The drought-stricken western United States, including the Great Basin region of Utah, Wyoming, Idaho, Oregon, Nevada, and California, is facing an uncertain water future because of climate change. The northern half of the Great Basin, which includes northern Utah, is located in the center of the El Niño–Southern Oscillation (ENSO) dipole. ENSO is a well-known climatic teleconnection between sea surface temperatures and the atmosphere in the equatorial Pacific Ocean that affects global weather patterns (Troup 1965; Horel and Wallace 1981). The occurrence of precipitation in the Great Basin in any given year is dependent on both the phase of ENSO and the phase of the Pacific decadal oscillation (PDO), as the phase of the PDO shifts the ENSO dipole either north or south (Wise 2010; Brown 2011). Because of its complex terrain, the majority of the water used by those who live in the region is dependent on the snowpack that is stored in the mountains and released throughout the year via the reservoir system. This semiarid region is already experiencing inconsistent water availability throughout any given year because of the drastically different number of winter precipitation events from year to year. The ability to statistically model the occurrence of precipitation and air temperature is imperative to better forecast potential changes in future water availability as the climate changes. In this study, we introduce a stochastic harmonic autoregressive parametric (SHArP) weather generator, which statistically models meteorological variables (in this case, the occurrence and amount of precipitation and maximum air temperature). The model can be used to investigate how the future of the Great Basin may be impacted by climate change and to understand the meteorological extremes that are likely to play a part in that impact.
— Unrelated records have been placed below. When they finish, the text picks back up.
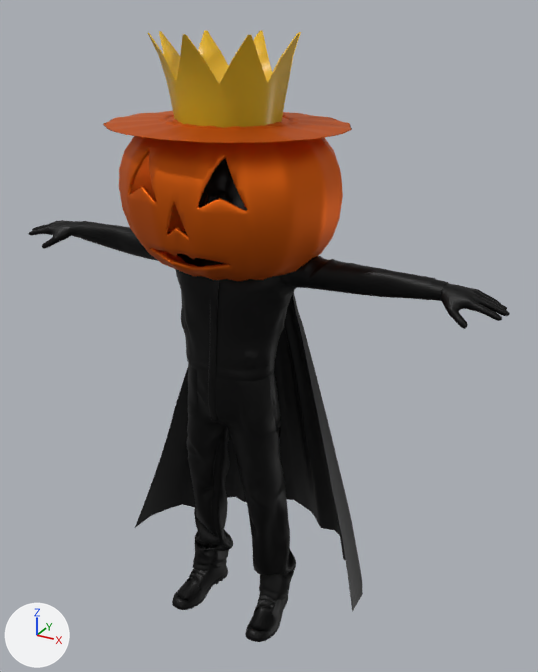
Before and after pictures for a commit that changed the FBX model data/PoyPoy/Model/Character/Pumpking/Pumpking.fbx.
Camera for both pictures: a 50 mm camera at (1.23, -1.98, 2.17) aimed at (0.06, 0.14, 1.11). Every picture has the same lights, and +X, +Y and +Z are marked at lower left. The older version comes first. Where no turn or scale is listed for an object, it has been applied to the vertices.

Names of what the first picture shows: 'Ch32', 'Crown.001', 'Mant.001', 'Sphere', 'Sphere.001'.
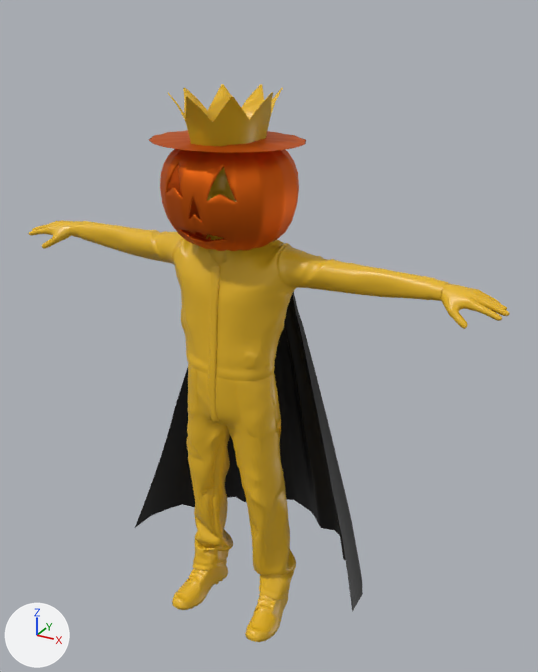
Edits to the bpy script that builds the scene:
```text
Change me_メッシュ:
    where me_メッシュ.from_pydata(...)  # 18921 vertices, 19299 faces; spans x -0.89..0.89, y -0.19..0.12, z 0.0..1.76
    remove me_メッシュ.materials.append(mat_ch32_body)  # black #000000
    add me_メッシュ.materials.append(mat_material_002)  # yellow #e7b623
Change ob_sphere_001:
    ob_sphere_001.scale: (0.126, 0.105, 0.122) -> (0.0761, 0.0721, 0.0844)
Change ob_crown_001:
    ob_crown_001.location: (0.005, -0.013, -1.385) -> (0.005, -0.013, -0.036)
    ob_crown_001.scale: (3.56, 3.18, 1.9) -> (2.33, 3.18, 1.08)
Change ob_sphere:
    ob_sphere.location: (0.0, -0.01, 1.763) -> (0.0, -0.01, 1.757)
    ob_sphere.scale: (0.238, 0.205, 0.0496) -> (0.153, 0.13, 0.0258)
```

Boxes [x1, y1, x2, y2] around the edits, measured in the pictures (538 x 672 px):
'Ch32', recoloured (black to yellow): [28, 168, 510, 642] in both
'Sphere.001', rescaled: before [119, 115, 343, 281]; after [160, 149, 299, 251]
'Crown.001', moved, rescaled (25% narrower, 36% shorter): before [148, 30, 301, 128]; after [168, 84, 283, 146]
'Sphere', moved, rescaled: before [103, 111, 352, 143]; after [149, 130, 306, 153]

While the outputs of both statistically based stochastic weather generators (SWGs) and dynamically based global climate models (GCMs) are used in climate impacts studies, there are major differences between them. SWGs work on a point scale, or on a point scale expanded via multisite generalization to a basin scale, whereas GCMs work on a broad regional scale and can be downscaled to the basin or smaller scale. GCMs have difficulty capturing detail in areas of complex terrain, including the Great Basin, which is characterized by its basin-and-range topography (e.g., Thompson and Burke 1974). SWGs also have a faster computational time than GCMs, which can take upward of months to complete a single run. GCMs are very computationally expensive in comparison with SWGs, and thus there are not many GCM runs available for analysis. GCMs also have difficulty capturing the very low-frequency (century scale) connections between the Pacific Ocean and the Great Basin. The performance of state-of-the-art GCMs has been evaluated in terms of ability to capture the “extremes” in precipitation and temperature, and it has been found that GCMs poorly capture the extremes, though they perform better at temperature extremes than precipitation (Kiktev et al. 2007).
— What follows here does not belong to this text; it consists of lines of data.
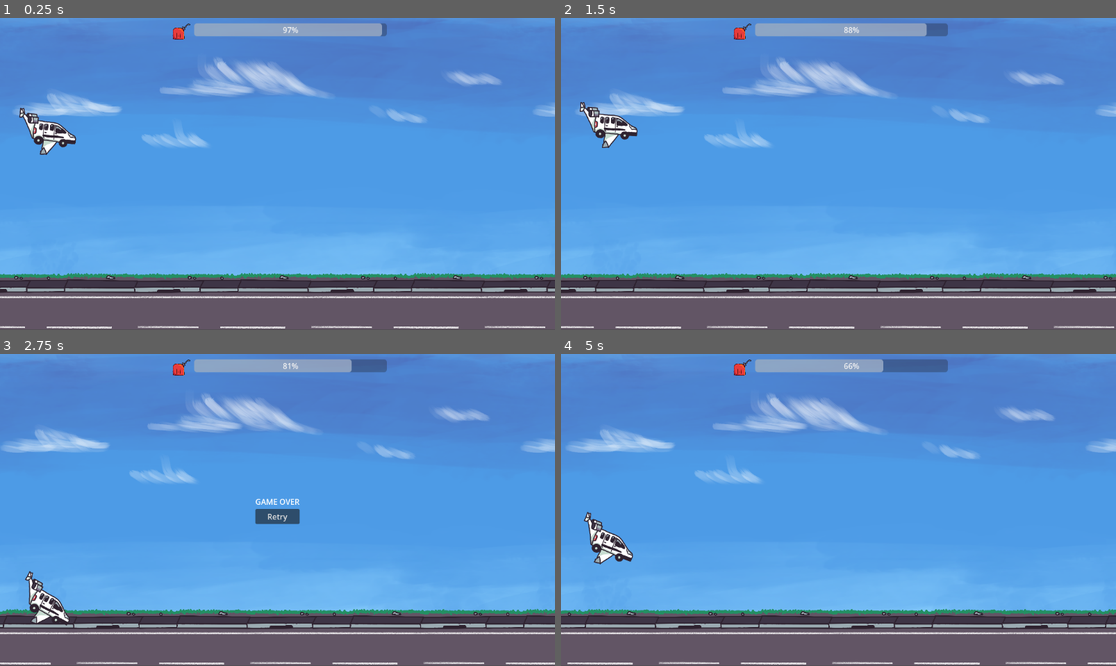
Above: before the commit, frames 1-4 (two rows, left to right).
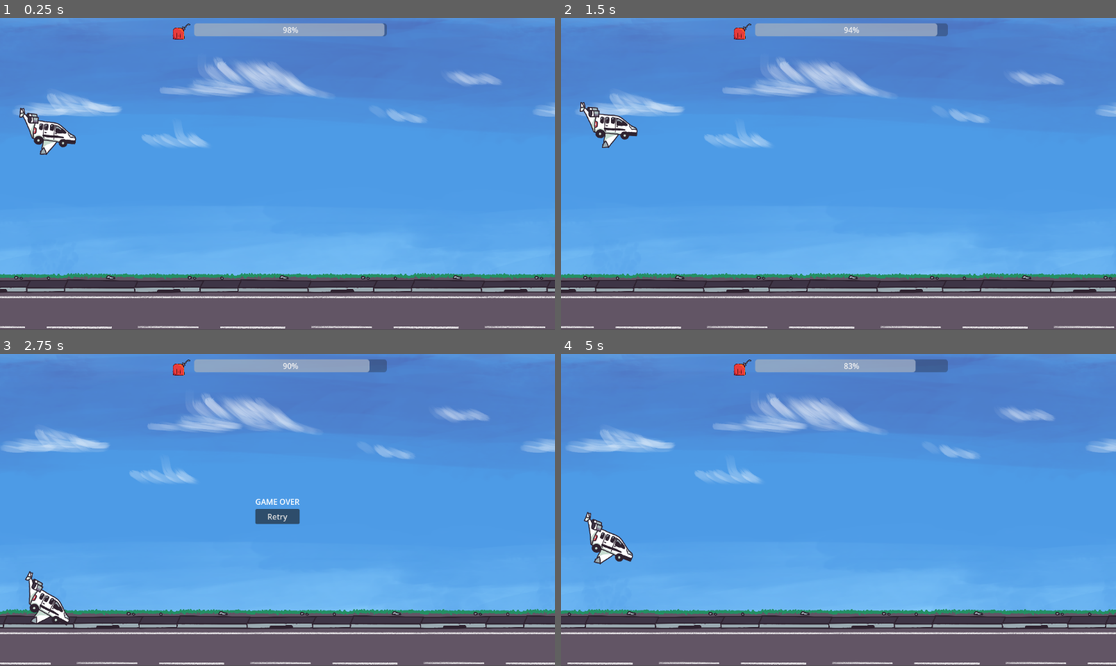
Above: after the commit, the same moments.

Repository: YannLeon/kerosene
Game: Godot game, scene res://scenes/main.tscn
Same seed, same stepped clock (60 frames per second), same inputs: the game is played once before the commit and once after it.
Inputs:
- Up to frame 1 (0.25 s): no input
- Up to frame 2 (1.5 s): tap Enter (ui_accept) at 0.5, 0.77 s; click "Retry" at 1.25 s
- Up to frame 3 (2.75 s): tap Enter (ui_accept) at 2.27 s
- Up to frame 4 (5 s): click "Retry" at 2.75 s; click "Retry" at 4.25 s

The runs differ from the first frame. In frame 1, less than 0.1% of the frame differs, in the area x 51-70%, y 1-6%; in frame 2, 0.1%; in frame 3, 0.2%; in frame 4, 0.3%, in the area x 50-64%, y 1-6%.

Commit message:
spawn gerican

Diff:
--- a/scenes/gerican.gd
+++ b/scenes/gerican.gd
@@ -1,17 +1,21 @@
 extends Node2D
 @onready var animation_player: AnimationPlayer = $AnimationPlayer
 
+var collected: bool = false
 
-# Called when the node enters the scene tree for the first time.
 func _ready() -> void:
-	pass # Replace with function body.
+	animation_player.animation_finished.connect(_on_animation_finished)
 
-
-# Called every frame. 'delta' is the elapsed time since the previous frame.
 func _process(delta: float) -> void:
 	pass
 
-
 func _on_area_2d_body_shape_entered(body_rid: RID, body: Node2D, body_shape_index: int, local_shape_index: int) -> void:
+	if collected:
+		return
+	collected = true
 	animation_player.play("collect")
 	FuelStore.add_fuel(50)
+
+func _on_animation_finished(anim_name: String) -> void:
+	if anim_name == "collect":
+		queue_free()
--- a/scenes/gerican.tscn
+++ b/scenes/gerican.tscn
@@ -55,12 +55,12 @@
 tracks/0/type = "value"
 tracks/0/imported = false
 tracks/0/enabled = true
-tracks/0/path = NodePath(".:scale")
+tracks/0/path = NodePath("AnimatedSprite2D:scale")
 tracks/0/interp = 1
 tracks/0/loop_wrap = true
 tracks/0/keys = {
 "times": PackedFloat32Array(0, 0.133333, 0.466667),
-"transitions": PackedFloat32Array(1, 1.27456, 1),
+"transitions": PackedFloat32Array(1, 1, 1),
 "update": 0,
 "values": [Vector2(1, 1), Vector2(1.1, 1.1), Vector2(0, 0)]
 }
@@ -70,7 +70,7 @@
 tracks/0/type = "value"
 tracks/0/imported = false
 tracks/0/enabled = true
-tracks/0/path = NodePath(".:scale")
+tracks/0/path = NodePath("AnimatedSprite2D:scale")
 tracks/0/interp = 1
 tracks/0/loop_wrap = true
 tracks/0/keys = {
@@ -87,12 +87,13 @@
 }
 
 [node name="Gerican" type="Node2D"]
+scale = Vector2(0.2, 0.2)
 script = ExtResource("1_rx0hm")
 
 [node name="AnimatedSprite2D" type="AnimatedSprite2D" parent="."]
 sprite_frames = SubResource("SpriteFrames_plhpo")
 autoplay = "default"
-frame_progress = 0.484471
+frame_progress = 0.972454
 
 [node name="Area2D" type="Area2D" parent="."]
 
--- a/scenes/main.gd
+++ b/scenes/main.gd
@@ -1,30 +1,54 @@
 extends Node2D
+
 @onready var fuel_bar: ProgressBar = $CanvasLayer/VBoxContainer/MarginContainer/HBoxContainer/FuelBar
+@onready var spawn_timer: Timer = $FuelSpawnTimer
 
-# Speed at which the camera/player moves forward (pixels per second)
 var speed: float = 200.0
 var player: Node2D
 var camera: Camera2D
 
+var gericazn_scene = preload("res://scenes/gerican.tscn")
+
 func _ready() -> void:
-	# Assume the player and camera are children of this node
 	player = $Player
 	camera = $Camera2D
 	fuel_bar.value = FuelStore.fuelAmount
+
+	randomize()
+	spawn_timer.wait_time = randf_range(1.0, 2.0)
+	spawn_timer.timeout.connect(_on_spawn_timer_timeout)
 
 func _process(delta: float) -> void:
 	var movement = Vector2(speed * delta, 0)
 	player.position += movement
 	camera.position += movement
-	FuelStore.add_fuel(-10 *delta)
+	FuelStore.add_fuel(-5  *delta)
 	fuel_bar.value = FuelStore.fuelAmount
-
-
 
 func _on_death_zone_body_entered(body: Node2D) -> void:
 	if body == player:
 		get_tree().paused = true
+		var death_scene = preload("res://scenes/DeathScreen.tscn").instantiate()
+		add_child(death_scene)
 
-		var death_scene = preload("res://scenes/DeathScreen.tscn").instantiate()
+func _on_spawn_timer_timeout() -> void:
+	var instance = gericazn_scene.instantiate()
 
-		add_child(death_scene)
+	# Get the screen size
+	var screen_size = get_viewport().get_visible_rect().size
+	var camera_pos = camera.global_position
+
+	# Spawn just outside the right edge of the screen
+	var spawn_x = camera_pos.x + screen_size.x + randf_range(50, 200)
+
+	# Y can be anywhere within the vertical screen area
+	var spawn_y = camera_pos.y + randf_range(0, screen_size.y-(600*0.2))
+
+
+
+	instance.position = Vector2(spawn_x, spawn_y)
+	add_child(instance)
+
+	# Set a new random time for the next spawn
+	spawn_timer.wait_time = randf_range(3.0, 8.0)
+	spawn_timer.start()
--- a/scenes/main.tscn
+++ b/scenes/main.tscn
@@ -88,4 +88,7 @@
 size_flags_horizontal = 4
 size_flags_vertical = 4
 
+[node name="FuelSpawnTimer" type="Timer" parent="."]
+autostart = true
+
 [connection signal="body_entered" from="DeathZone" to="." method="_on_death_zone_body_entered"]

SWGs alleviate some limitations of GCMs and were introduced as a way to overcome a lack of observational meteorological data and problems associated with missing data both temporally and spatially (Wilks and Wilby 1999; Wilks 2008). In addition, they have been used to better understand the uncertainties associated with future climate (e.g., Wilks 1992; Forsythe et al. 2014). These statistical models generate synthetic time series of precipitation and in some cases also air temperature and solar radiation, which statistically resemble the data used to force the model—usually daily observational weather data (Wilks and Wilby 1999). There have been a multitude of early studies on SWGs that solely generate precipitation occurrence and amount because air temperature and other meteorological variables are affected by whether precipitation occurred.

The first studies using stochastic simulators of weather data employed two-state, first-order Markov chain frameworks regarding precipitation (Bailey 1964; Richardson 1981; Roldàn and Woolhiser 1982), meaning that the probability of precipitation occurrence on a given day is only dependent on whether precipitation occurred on the previous day. Precipitation amount was modeled separately, and maximum/minimum temperatures and solar radiation were modeled as a function of precipitation occurrence. Other studies involving SWGs considered a two-state, second-order Markov chain process (Stern and Coe 1984; Wilks 1999a). Markov chains of higher order have been found to better capture dry spells than first-order Markov chains, thus providing more accurate results for most areas of the western United States where dry spells are common, such as the semiarid Great Basin.

One limitation of the common SWGs is the ability to successfully capture nonstationary variability. Previous studies have found that over the western United States, El Niño results in a wetter Southwest and a drier Northwest, while La Niña results in the opposite (Ropelewski and Halpert 1986; Dettinger et al. 1998; Woolhiser 2008). In addition, the PDO also has significant impacts on precipitation in the western United States. The PDO is linked to ENSO, which in turn affects how the different phases of ENSO will impact the western United States (Gershunov and Barnett 1998; Gershunov et al. 1999; Mauget 2003). Woolhiser (2008) introduced the idea of adding nonstationarity to the stochastic framework in order to capture the effects these major oceanic oscillations have on western U.S. precipitation. Essentially, perturbations given as time series of the oscillations were linearly added to the probability of precipitation, and the coefficients associated with each perturbation give information on the sensitivity of each of the oscillations (Woolhiser 2008). We employ this method in this study and also include a trend to account for the changing climate.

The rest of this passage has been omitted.